田中博文『松代藩』を読む

 田中博文『松代藩』(現代書館)を読む。これは「シリーズ藩物語」の1冊として出版された。江戸末期の各藩の一覧が巻末に載っているが、その数270を越える。これらを藩ごとに1冊にまとめて出版する広大な計画があるらしい。江戸時代の「藩」に関する大項目主義の事典ともいえるだろう。
 松代藩は長野県北部に位置し、真田10万石として長野県最大の藩だったことは本書で初めて知った。松代藩の前史として上杉謙信武田信玄川中島の戦いがこの地であった。

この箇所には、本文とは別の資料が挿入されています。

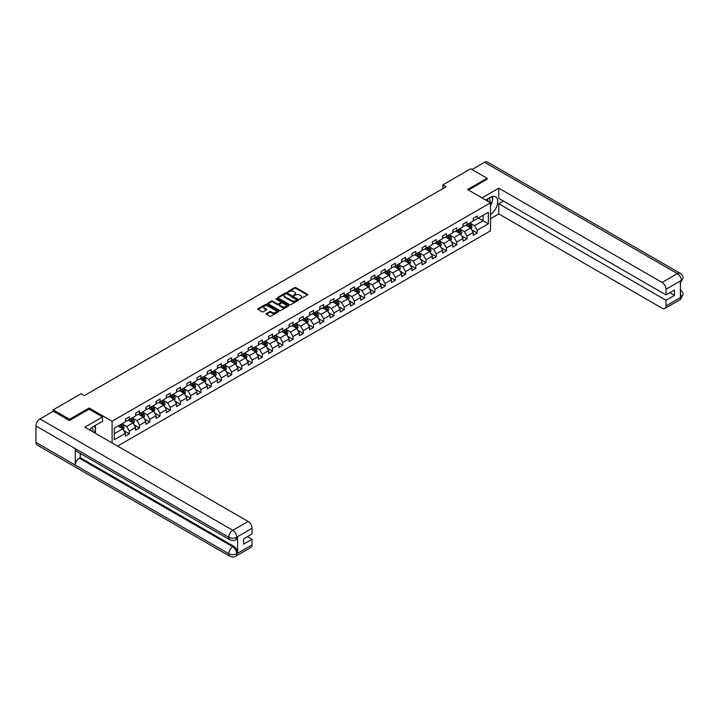 <?xml version="1.0" encoding="UTF-8"?>
<svg xmlns="http://www.w3.org/2000/svg" width="719" height="719" viewBox="0 0 719 719"><rect width="100%" height="100%" fill="white"/><g stroke="black" fill="none" stroke-linecap="round" stroke-linejoin="round"><path stroke-width="1.08" d="M299.742 299.014L307.489 295.06A0.908 0.521 0 0 0 307.489 294.314L295.895 287.627A0.908 0.521 0 0 0 294.61 287.627L287.771 291.572L287.771 292.094L289.559 291.581A2.912 1.681 0 0 1 293.676 291.581L294.646 292.148A2.912 1.681 0 0 1 295.5 293.334A2.912 1.681 0 0 1 294.646 294.52L293.756 295.554L295.545 295.042A2.912 1.681 0 0 1 299.661 295.042L300.632 295.599A2.912 1.681 0 0 1 301.486 296.785A2.912 1.681 0 0 1 300.632 297.981L299.742 299.014L299.742 298.493M266.354 313.574A0.908 0.521 0 0 0 266.354 314.311L269.598 316.189A0.908 0.521 0 0 0 270.892 316.189L278.487 311.803A0.908 0.521 0 0 0 278.487 311.057L266.893 304.371A0.908 0.521 0 0 0 265.608 304.371L258.013 308.757A0.908 0.521 0 0 0 258.013 309.503L261.941 311.767A0.908 0.521 0 0 0 263.226 311.767L266.479 309.889A0.908 0.521 0 0 0 266.479 309.143L264.529 308.02A2.436 1.402 0 0 1 263.819 307.031A2.436 1.402 0 0 1 265.32 305.728A2.436 1.402 0 0 1 267.971 306.033L275.602 310.437A2.436 1.402 0 0 1 276.321 311.435A2.436 1.402 0 0 1 274.811 312.729A2.436 1.402 0 0 1 272.159 312.423L270.892 311.695A0.908 0.521 0 0 0 269.598 311.695L266.354 313.574L266.354 314.311M89.138 409.219L89.138 408.006L69.59 419.294L53.197 409.83L53.197 411.34M89.138 408.006L112.092 421.262L490.511 202.785L490.511 230.808L117.601 446.104M487.096 179.391L487.096 178.249L467.557 189.537L490.511 202.785M487.096 178.249L470.702 168.785L442.832 184.873L442.832 188.666M53.197 409.83L81.067 393.733L84.348 395.63L446.104 186.769L442.832 184.873M289.622 304.631A0.908 0.521 0 0 0 290.907 304.631L298.502 300.245A0.908 0.521 0 0 0 298.502 299.499L286.917 292.813A0.908 0.521 0 0 0 285.632 292.813L278.037 297.199A0.908 0.521 0 0 0 278.037 297.945L289.622 304.631M276.069 299.149L288.481 306.033L280.895 310.41A0.908 0.521 0 0 1 279.61 310.41L268.025 303.724L268.025 302.978A0.908 0.521 0 0 0 268.025 303.724M268.025 302.978L271.279 301.099A0.908 0.521 0 0 1 272.564 301.099L277.264 303.813A0.908 0.521 0 0 0 278.55 303.813L280.707 302.564A0.908 0.521 0 0 0 280.707 301.827L275.817 298.996L276.716 298.484L288.499 305.278A0.908 0.521 0 0 1 288.499 306.024L288.499 305.278M112.092 442.922L112.092 421.262M123.866 430.672L129.339 433.836L129.339 431.067L135.639 427.437L135.639 430.196L139.576 427.931L139.576 425.163L145.867 421.532L145.867 424.291L149.804 422.017L149.804 419.258L156.095 415.618L156.095 418.386L160.031 416.112L160.031 413.353L166.332 409.713L166.332 412.481L170.268 410.207L170.268 407.439L176.559 403.808L176.559 406.568L180.496 404.303L180.496 401.535L186.787 397.904L186.787 400.663L190.724 398.389L190.724 395.63L197.024 391.99L197.024 394.758L200.96 392.484L200.96 389.725L207.252 386.085L207.252 388.853L211.188 386.579L211.188 383.811L217.489 380.18L217.489 382.948L221.416 380.675L221.416 377.906L227.716 374.275L227.716 377.035L231.653 374.77L231.653 372.002L237.944 368.371L237.944 371.13L241.881 368.856L241.881 366.097L248.181 362.457L248.181 365.225L252.108 362.951L252.108 360.192L258.409 356.552L258.409 359.32L262.345 357.046L262.345 354.278L268.636 350.647L268.636 353.406L272.573 351.142L272.573 348.373L278.873 344.743L278.873 347.502L282.81 345.228L282.81 342.469L289.101 338.829L289.101 341.597L293.037 339.323L293.037 336.564L299.329 332.924L299.329 335.692L303.265 333.418L303.265 330.65L309.565 327.019L309.565 329.778L313.502 327.513L313.502 324.745L319.793 321.114L319.793 323.874L323.73 321.6L323.73 318.841L330.021 315.201L330.021 317.969L333.958 315.695L333.958 312.936L340.258 309.296L340.258 312.064L344.194 309.79L344.194 307.022L350.486 303.391L350.486 306.159L354.422 303.885L354.422 301.117L360.722 297.486L360.722 300.245L364.65 297.981L364.65 295.212L370.95 291.581L370.95 294.341L374.887 292.067L374.887 289.308L381.178 285.668L381.178 288.436L385.114 286.162L385.114 283.403L391.415 279.763L391.415 282.531L395.342 280.257L395.342 277.489L401.642 273.858L401.642 276.617L405.579 274.352L405.579 271.584L411.87 267.953L411.87 270.712L415.807 268.439L415.807 265.679L422.107 262.04L422.107 264.808L426.043 262.534L426.043 259.775L432.335 256.135L432.335 258.903L436.271 256.629L436.271 253.861L442.562 250.23L442.562 252.998L446.499 250.724L446.499 247.956L452.799 244.325L452.799 247.084L456.736 244.82L456.736 242.051L463.027 238.42L463.027 241.18L466.964 238.906L466.964 236.147L473.255 232.507L473.255 235.275L477.191 233.001L477.191 230.242L488.345 223.798L488.345 212.294L483.096 215.323L483.096 220.769L488.345 223.798M129.339 433.836L125.403 436.109L125.403 433.341L114.258 439.776L114.258 428.263L125.403 421.828L125.403 419.069L129.339 416.795L129.339 419.554L135.639 415.924L135.639 413.155L139.576 410.891L139.576 413.65L145.867 410.019L145.867 407.251L149.804 404.977L149.804 407.745L156.095 404.114L156.095 401.346L160.031 399.072L160.031 401.84L166.332 398.2L166.332 395.441L170.268 393.167L170.268 395.935L176.559 392.295L176.559 389.536L180.496 387.262L180.496 390.022L186.787 386.391L186.787 383.622L190.724 381.358L190.724 384.117L197.024 380.486L197.024 377.718L200.96 375.444L200.96 378.212L207.252 374.572L207.252 371.813L211.188 369.539L211.188 372.307L217.489 368.667L217.489 365.908L221.416 363.634L221.416 366.393L227.716 362.762L227.716 359.994L231.653 357.729L231.653 360.489L237.944 356.858L237.944 354.09L241.881 351.816L241.881 354.584L248.181 350.953L248.181 348.185L252.108 345.911L252.108 348.679L258.409 345.039L258.409 342.28L262.345 340.006L262.345 342.774L268.636 339.134L268.636 336.375L272.573 334.101L272.573 336.86L278.873 333.23L278.873 330.461L282.81 328.197L282.81 330.956L289.101 327.325L289.101 324.557L293.037 322.283L293.037 325.051L299.329 321.411L299.329 318.652L303.265 316.378L303.265 319.146L309.565 315.506L309.565 312.747L313.502 310.473L313.502 313.232L319.793 309.601L319.793 306.833L323.73 304.568L323.73 307.328L330.021 303.697L330.021 300.928L333.958 298.655L333.958 301.423L340.258 297.783L340.258 295.024L344.194 292.75L344.194 295.518L350.486 291.878L350.486 289.119L354.422 286.845L354.422 289.604L360.722 285.973L360.722 283.205L364.65 280.94L364.65 283.699L370.95 280.068L370.95 277.3L374.887 275.026L374.887 277.795L381.178 274.164L381.178 271.396L385.114 269.122L385.114 271.89L391.415 268.25L391.415 265.491L395.342 263.217L395.342 265.985L401.642 262.345L401.642 259.586L405.579 257.312L405.579 260.071L411.87 256.44L411.87 253.672L415.807 251.407L415.807 254.167L422.107 250.536L422.107 247.767L426.043 245.494L426.043 248.262L432.335 244.622L432.335 241.863L436.271 239.589L436.271 242.357L442.562 238.717L442.562 235.958L446.499 233.684L446.499 236.443L452.799 232.812L452.799 230.044L456.736 227.779L456.736 230.538L463.027 226.907L463.027 224.139L466.964 221.865L466.964 224.634L473.255 221.003L473.255 218.234L477.191 215.961L477.191 218.729L488.345 212.294M128.288 420.166L133.015 422.889L126.715 426.529L121.996 423.797M125.403 420.318L126.715 421.073L129.339 419.554M126.715 426.529L129.339 431.067M133.015 422.889L135.639 427.437M138.524 414.261L143.243 416.984L136.952 420.615L132.224 417.892M135.639 414.405L136.952 415.169L139.576 413.65M136.952 420.615L139.576 425.163M143.243 416.984L145.867 421.532M148.752 408.347L153.48 411.079L147.179 414.71L142.461 411.987M145.867 408.5L147.179 409.264L149.804 407.745M147.179 414.71L149.804 419.258M153.48 411.079L156.095 415.618M158.98 402.442L163.707 405.174L157.407 408.805L152.689 406.082M156.095 402.595L157.407 403.35L160.031 401.84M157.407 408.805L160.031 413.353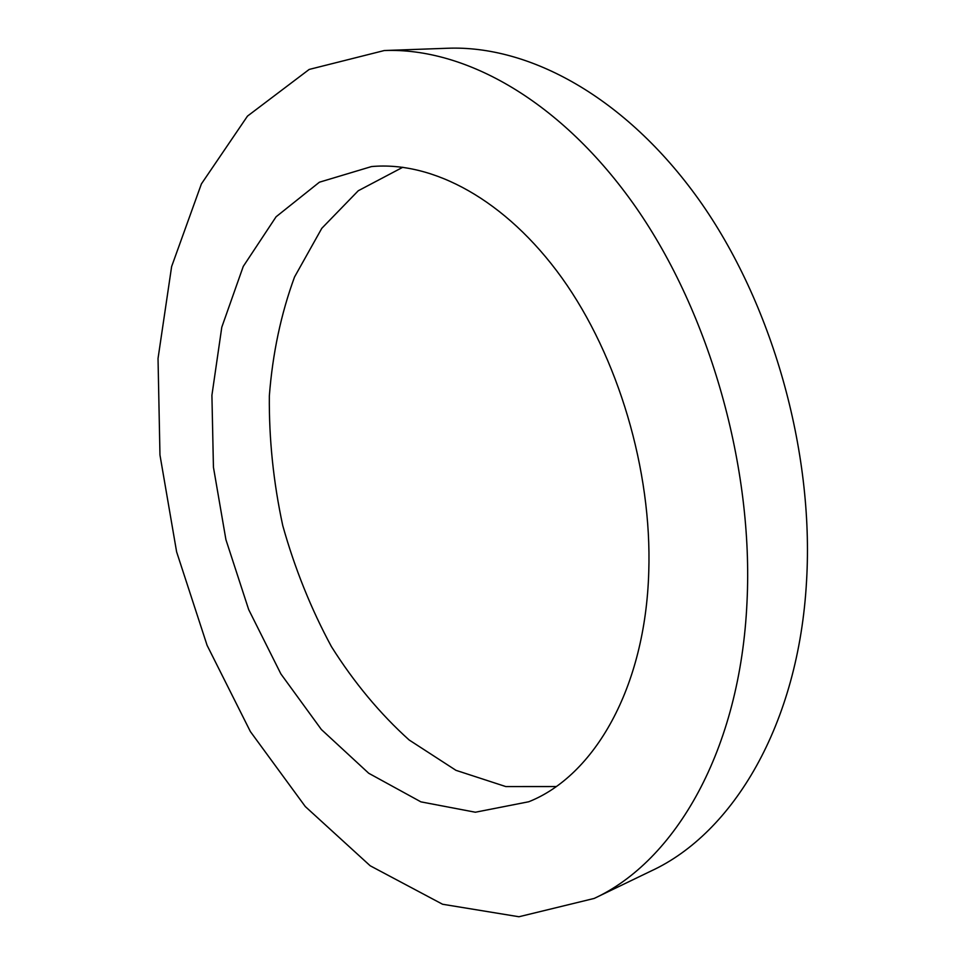 <?xml version="1.0" encoding="UTF-8"?>
<svg xmlns="http://www.w3.org/2000/svg" width="965" height="965" viewBox="0 0 965 965"><rect width="100%" height="100%" fill="white"/><g stroke="black" fill="none" stroke-linecap="round" stroke-linejoin="round"><path stroke-width="1.45" d="M402.839 167.247L358.268 190.744L321.803 228.307L294.542 276.979C281.008 313.854 272.613 353.492 269.344 395.891C268.946 439.027 273.421 482.271 282.757 525.599C294.711 568.276 310.923 608.613 331.405 646.586C354.071 682.557 379.993 713.702 409.16 739.998L455.975 770.335L505.756 786.559L556.142 786.547M648.77 571.594C645.464 688.31 593.97 775.944 528.736 801.758L475.359 812.228L420.921 801.867L368.727 773.267L321.381 729.528L280.875 673.908L248.68 609.578L225.919 539.664L213.434 467.205L211.914 395.288L221.793 327.195L243.252 266.424L276.087 216.775L319.403 182.204L371.501 166.571C432.67 160.962 505.527 199.526 561.919 277.92C618.095 356.338 652.099 470.438 648.77 571.594M384.311 50.53L447.7 48.25C529.17 45.126 625.296 96.741 698.732 199.441C771.891 302.117 814.158 450.414 806.583 580.508C798.791 725.017 732.688 833.253 651.339 870.876L594.211 898.427C674.921 861.202 740.348 750.806 747.019 601.702C753.617 467.494 709.963 313.697 635.863 207.258C561.485 100.782 465.13 47.406 384.311 50.53L309.186 69.432L247.486 116.102L201.396 183.917L171.625 266.557L158.031 358.498L159.961 454.985L176.619 551.871L207.089 645.332L250.381 731.579L305.302 806.559L370.186 865.774L442.585 904.253L518.941 916.75L594.211 898.427"/></g></svg>
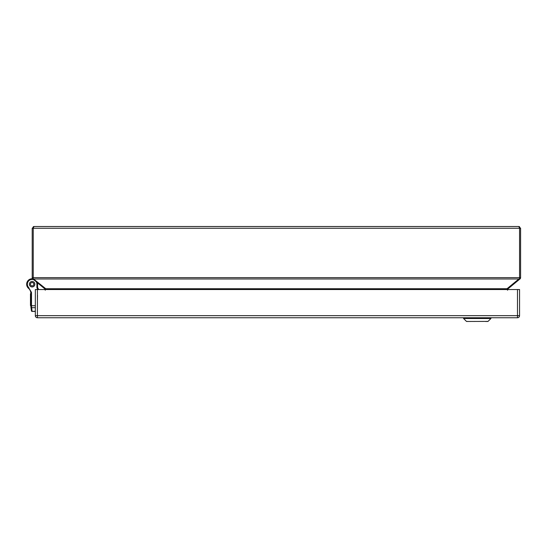 <?xml version="1.0" encoding="UTF-8"?>
<svg xmlns="http://www.w3.org/2000/svg" width="548" height="548" viewBox="0 0 548 548"><rect width="100%" height="100%" fill="white"/><g stroke="black" fill="none" stroke-linecap="round" stroke-linejoin="round"><path stroke-width="0.82" d="M35.332 311.428L32.113 311.428A0.692 0.692 0 0 1 31.428 310.832A0.692 0.692 0 0 0 32.113 311.428L35.332 311.202M31.51 306.353L31.606 307.688L30.859 306.764L31.428 310.832L30.914 307.161A0.692 0.623 172 0 0 31.606 307.688L30.818 306.161L30.818 293.077A4.343 4.343 0 0 0 30.763 292.413A4.343 4.343 0 0 1 30.818 293.077A4.343 4.343 0 0 0 30.763 292.413A4.343 4.343 0 0 1 30.818 293.077A4.343 4.343 0 0 0 30.763 292.413A4.343 4.343 0 0 1 30.818 293.077L31.51 293.077L31.51 306.353L30.818 306.161L31.544 307.099L30.859 306.764M33.716 279.713A4.774 4.774 0 0 0 28.003 286.618L31.448 292.303A5.035 5.035 0 0 1 31.51 293.077A5.035 5.035 85.6 0 0 31.448 292.303L30.763 292.413A6.946 6.946 0 0 0 28.441 288.221A4.939 4.939 0 0 1 27.4 286.974L27.4 286.974A5.473 5.473 0 0 1 32.613 278.768A5.473 5.473 0 0 0 28.811 288.563M32.127 286.96A2.747 2.747 0 0 1 29.75 282.843A2.747 2.747 0 0 1 34.503 282.843A2.747 2.747 0 0 1 32.127 286.96M37.867 289.536L36.901 287.686L37.6 287.515L37.6 284.213A5.473 5.473 0 0 0 37.394 282.741M38.648 289.536L37.6 287.515M30.818 305.558L30.469 305.558L30.818 305.565M30.818 298.557L30.469 298.557L30.469 305.558M30.469 298.557L30.469 296.126L30.818 296.126M30.818 293.742L30.469 293.742L30.469 296.126M34.332 282.583L34.64 283.117M33.647 281.925L34.113 282.323M31.818 281.487L32.127 281.501A2.713 2.713 0 0 1 34.791 283.741L34.867 284.042M34.757 283.439L34.791 283.741A2.713 2.713 0 0 1 34.791 284.686L34.867 284.385M32.435 281.487L32.127 281.501A2.713 2.713 0 0 0 31.202 286.762A2.713 2.713 0 0 0 34.791 284.686L34.757 284.987M32.127 282.549A1.665 1.665 0 0 1 33.572 285.049A1.665 1.665 0 0 1 30.681 285.049A1.665 1.665 0 0 1 32.127 282.549M32.77 281.549L33.346 281.754M34.113 286.104L33.647 286.501M34.64 285.309L34.332 285.844M33.346 286.673L32.77 286.878M32.435 286.94L31.818 286.94M31.483 286.878L30.907 286.673M30.606 286.501L30.14 286.104M29.914 285.844L29.613 285.309M29.496 284.987L29.387 284.385M29.387 284.042L29.496 283.439M29.613 283.117L29.914 282.583M30.14 282.323L30.606 281.925M30.907 281.754L31.483 281.549M32.113 311.428A0.692 0.692 0 0 1 31.428 310.832A0.692 0.692 0 0 0 32.113 311.428A0.692 0.692 0 0 1 31.428 310.832A0.692 0.692 0 0 0 32.113 311.428A0.692 0.692 0 0 1 31.428 310.832A0.692 0.692 0 0 0 32.113 311.428A0.692 0.692 0 0 1 31.428 310.832A0.692 0.692 0 0 0 32.113 311.428A0.692 0.692 0 0 1 31.428 310.832A0.692 0.692 0 0 0 32.113 311.428L31.544 307.099M487.878 321.471L485.501 321.471M463.567 318.511L463.567 317.861L490.837 317.751L490.94 318.511L463.567 318.511L466.451 321.395L468.999 321.471M517.476 289.536L519.559 289.536L519.559 315.669A2.082 2.082 0 0 1 517.476 317.751L37.415 317.751A2.082 2.082 0 0 1 35.332 315.669L35.332 289.536L37.415 289.536L37.415 315.669L517.476 315.669L517.476 289.536L37.415 289.536M520.6 277.644L520.6 228.269L519.559 228.269L518.86 226.53L520.6 228.269L518.86 226.53L33.942 226.53L33.277 226.667L33.942 226.53L33.243 228.269L32.202 228.269L33.942 226.53L32.202 228.269L32.202 277.644L33.243 277.644L33.243 228.269L519.559 228.269L519.559 277.644L520.6 277.644A1.74 1.74 0 0 1 520.21 278.74L508.147 288.728A1.74 1.74 0 0 0 507.599 289.536M45.285 290.214L44.217 288.125L45.765 288.728L45.765 289.536M45.21 289.536A1.74 1.74 0 0 0 44.662 288.728L44.217 288.125M44.662 288.728L32.832 278.987L33.243 278.74L45.765 288.728L507.037 288.728L507.037 289.536M32.832 278.987L32.592 278.74A1.74 1.74 0 0 1 32.202 277.644M507.517 290.214L508.585 288.125L507.037 288.728L518.86 278.987L33.942 278.987M32.592 278.74L33.243 278.74L33.243 277.644L519.559 277.644L519.559 278.74L518.86 278.987M519.559 278.74L519.97 278.987M35.332 307.688L31.606 307.688L32.092 311.202A0.692 0.623 -8 0 1 31.407 310.675L31.407 310.675M35.332 305.743L30.818 305.743M36.901 287.686L36.901 284.213A4.774 4.774 0 0 0 36.243 281.795M28.893 287.693L28.441 288.221M28.003 286.625L27.4 286.974L28.003 286.618M36.901 284.213L37.6 284.213M30.818 295.838L30.469 295.838M30.818 294.029L30.469 294.029M31.448 292.303A5.035 5.035 0 0 1 31.51 293.077M490.94 318.511L488.049 321.395L466.622 321.471M519.559 315.669L517.476 315.669L517.476 317.751A2.082 2.082 0 0 0 519.559 315.669M35.332 315.669A2.082 2.082 0 0 0 37.415 317.751L37.415 315.669L35.332 315.669M37.524 299.509L37.415 299.852M37.524 298.29L37.415 298.639M37.524 297.269L37.415 297.619M37.524 296.468L37.415 296.817M37.531 295.92L37.415 296.269M37.559 295.632L37.415 295.995L37.559 295.632M519.525 226.667L518.86 226.53L519.525 226.667"/></g></svg>

その戦いの詳細を語るところから本書が始まる。
 真田といえば大阪冬の陣で徳川方と戦った真田幸村(信繁)を思い出すが、松代藩の真田は、父昌幸、弟信繁と分かれて徳川方についた真田信幸(信之)に始まる。本書ではどこも同じの江戸時代の藩財政の窮乏とそれに対する改革が綴られる。伝説的な恩田木工が真田とは知らなかった。
 幕末の重要な学者佐久間象山が松代出身とはこれまた知らなかったが、長野県出身と言うことは、県歌『信濃の国』でよく知っていた。それはこんな風に歌っている。

 旭将軍義仲も 仁科の五郎信盛も
 春台太宰先生も 象山佐久間先生も
 皆この国の人にして 文武のほまれたぐいなく
 山とそびえて世に仰ぎ 川と流れて名はつきず

 長野県全県の小中学生が学校で歌わされるから。この佐久間象山吉田松陰の先生だったのだ。松陰は死罪となったが、象山は蟄居ののち許されて上洛する。しかし象山はその公武合体論を嫌った尊王攘夷派によって暗殺される。下手人は幕末3大人斬りと呼ばれた肥後の河上彦斎だった。
 本書はさらに、松代藩の文化と人々の暮らし、松代藩明治維新という章を立てて、松代藩の最後まで見届けていく。
 明治の女優松井須磨子が松代出身だったことも教えられた。太平洋戦争末期の大本営の建設も松代だった。コラム「幻に終わった松代大本営」で紹介されている。
 著者田中博文は私の古くからの友人で、付き合いの長さからだけ言えば、もう45年を越えている。10代のころは不器用な詩を書いていたが、こんな良い仕事をするようになったのか。